Those of us with diesel tracks generaly have two batteries because we need both to supply enough CCA's to turn over our engines. If you've ever see the monster batteries they have to turn over Catapillar Gensets...and they have a pair of those being they are 24v starters...they put out roughly 1,500 cca but are some seriously big and heavy things...

Shame they won't fit because I've got three Benzs with big honking batteries in them and I've never had an Interstate Battery die in less than 5 years in all the years I've owned these cars.


----------



## Tomko (Jun 1, 2013)

Well BHD where's your CTD in terms of miles and chronometer?

I'm wondering if you might be one of the next up?


----------



## rescueswimmer (Mar 28, 2013)

Didn't read through the whole post but my 14 D with about 60K on it Battery Died as well.
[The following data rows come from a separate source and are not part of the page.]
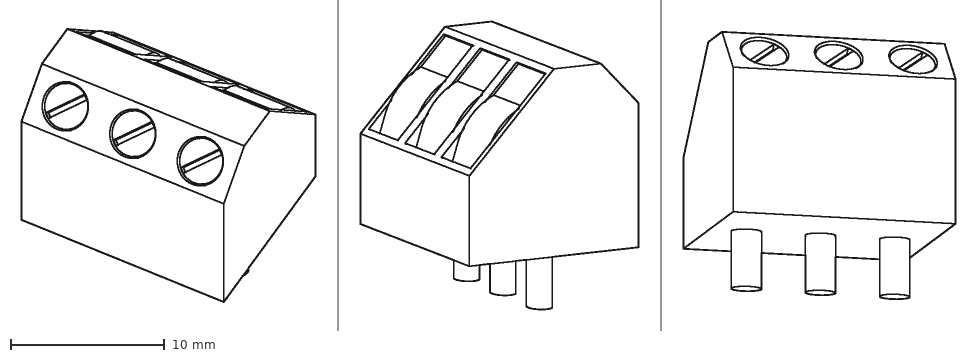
import cadquery as cq
import math


overall_height = 16.3
pole_count = 3
body_length = 15.0
body_depth = 12.5
body_height = 12.5
pole_pitch = body_length / pole_count
screw_slope_depth = 2.79
screw_slope_drop = 2.9
lever_slope_depth = body_depth / 2
lever_slope_foot = 6.01

pin_width = 2.0
pin_thickness = 1.6
pin_length = overall_height - body_height
pin_y = 6.0

screw_hole_diameter = 3.2
screw_head_diameter = 3.0
screw_hole_depth = 1.0
screw_head_recess = 0.2
drive_slot_length = 2.93
drive_slot_width = 0.4
drive_slot_depth = 0.49
drive_slot_angle = 45.0

pocket_width = 4.0
pocket_margin = 0.5
pocket_depth = 1.0
lever_radius = 4.73
lever_axis_along = 4.03
lever_axis_depth = 4.53
lever_ledge_depth = 0.18

lever_slope_rise = body_height - lever_slope_foot
lever_slope_length = math.hypot(lever_slope_depth, lever_slope_rise)
lever_slope_angle = math.atan2(lever_slope_rise, lever_slope_depth)
screw_slope_angle = math.atan2(screw_slope_drop, screw_slope_depth)

pole_centres = [(pole + 0.5) * pole_pitch for pole in range(pole_count)]


def make_body():
    """Block with a short screw slope at the front and a long lever slope at the back."""
    outline = [
        (0, 0),
        (body_depth, 0),
        (body_depth, lever_slope_foot),
        (body_depth - lever_slope_depth, body_height),
        (screw_slope_depth, body_height),
        (0, body_height - screw_slope_drop),
    ]
    return cq.Workplane("YZ").polyline(outline).close().extrude(body_length)


def make_pin(x):
    return (
        cq.Workplane("XY")
        .center(x, pin_y)
        .ellipse(pin_width / 2, pin_thickness / 2)
        .extrude(-pin_length)
    )


def screw_plane(x):
    """Plane on the middle of the screw slope: local X along the row, local Y up the slope."""
    middle = (x, screw_slope_depth / 2, body_height - screw_slope_drop / 2)
    outward = (0, -math.sin(screw_slope_angle), math.cos(screw_slope_angle))
    return cq.Plane(origin=middle, xDir=(1, 0, 0), normal=outward)


def make_screw_hole(x):
    return cq.Workplane(screw_plane(x)).circle(screw_hole_diameter / 2).extrude(-screw_hole_depth)


def make_screw_head(x):
    """Round head, sunk a little below the slope and standing on the floor of its hole."""
    head_top = cq.Workplane(screw_plane(x)).workplane(offset=-screw_head_recess)
    return head_top.circle(screw_head_diameter / 2).extrude(screw_head_recess - screw_hole_depth)


def make_drive_slot(x):
    """Slot across the head, stopping just short of its rim."""
    return (
        cq.Workplane(screw_plane(x))
        .workplane(offset=-screw_head_recess)
        .transformed(rotate=(0, 0, drive_slot_angle))
        .rect(drive_slot_length, drive_slot_width)
        .extrude(-drive_slot_depth)
    )


def lever_plane(x):
    """Plane square to the row: local X up the lever slope from its foot, local Y out of it."""
    foot = (x, body_depth, lever_slope_foot)
    up_slope = (0, -math.cos(lever_slope_angle), math.sin(lever_slope_angle))
    return cq.Plane(origin=foot, xDir=up_slope, normal=(-1, 0, 0))


def make_lever_pocket(x):
    """Pocket block to remove, and the lever to put back in it.

    The lever's outer face is a ramp, a tangent arc bulging past the slope, and a ledge.
    """
    pocket_start = pocket_margin
    pocket_end = lever_slope_length - pocket_margin

    to_axis_along = lever_axis_along - pocket_start
    to_axis_out = pocket_depth - lever_axis_depth
    to_axis = math.hypot(to_axis_along, to_axis_out)
    ramp_angle = math.atan2(to_axis_out, to_axis_along) + math.asin(lever_radius / to_axis)

    def on_arc(angle):
        return (
            lever_axis_along + lever_radius * math.cos(angle),
            -lever_axis_depth + lever_radius * math.sin(angle),
        )

    ramp_end_angle = ramp_angle + math.pi / 2
    ledge_angle = math.asin((lever_axis_depth - lever_ledge_depth) / lever_radius)
    lever = (
        cq.Workplane(lever_plane(x))
        .moveTo(pocket_start, -pocket_depth)
        .lineTo(*on_arc(ramp_end_angle))
        .threePointArc(on_arc((ramp_end_angle + ledge_angle) / 2), on_arc(ledge_angle))
        .lineTo(pocket_end, -lever_ledge_depth)
        .lineTo(pocket_end, -pocket_depth)
        .close()
        .extrude(pocket_width / 2, both=True)
    )
    pocket = (
        cq.Workplane(lever_plane(x))
        .moveTo(pocket_start, -pocket_depth)
        .lineTo(pocket_end, -pocket_depth)
        .lineTo(pocket_end, 0)
        .lineTo(pocket_start, 0)
        .close()
        .extrude(pocket_width / 2, both=True)
    )
    return pocket, lever


result = make_body()
for pole_x in pole_centres:
    pocket, lever = make_lever_pocket(pole_x)
    result = result.cut(pocket).union(lever)
    result = result.cut(make_screw_hole(pole_x)).union(make_screw_head(pole_x))
    result = result.cut(make_drive_slot(pole_x))
    result = result.union(make_pin(pole_x))

Just to add to the list.


----------



## D Cruzer (Feb 20, 2015)

Please HELP me! I am having charging problems.
My late 2014 (August built) is having starting problems here in the mild climate of 
Southern California and my local dealer is really jerking me around!
I am no kid either and I do know a thing or two having had many many diesels since 1966.

My original Delco factory battery is dated 25-8-14 and I believe it I still good. 
When I charge it with my Sears 2-10-50 amp charger, it can sit for several days and will always start the car!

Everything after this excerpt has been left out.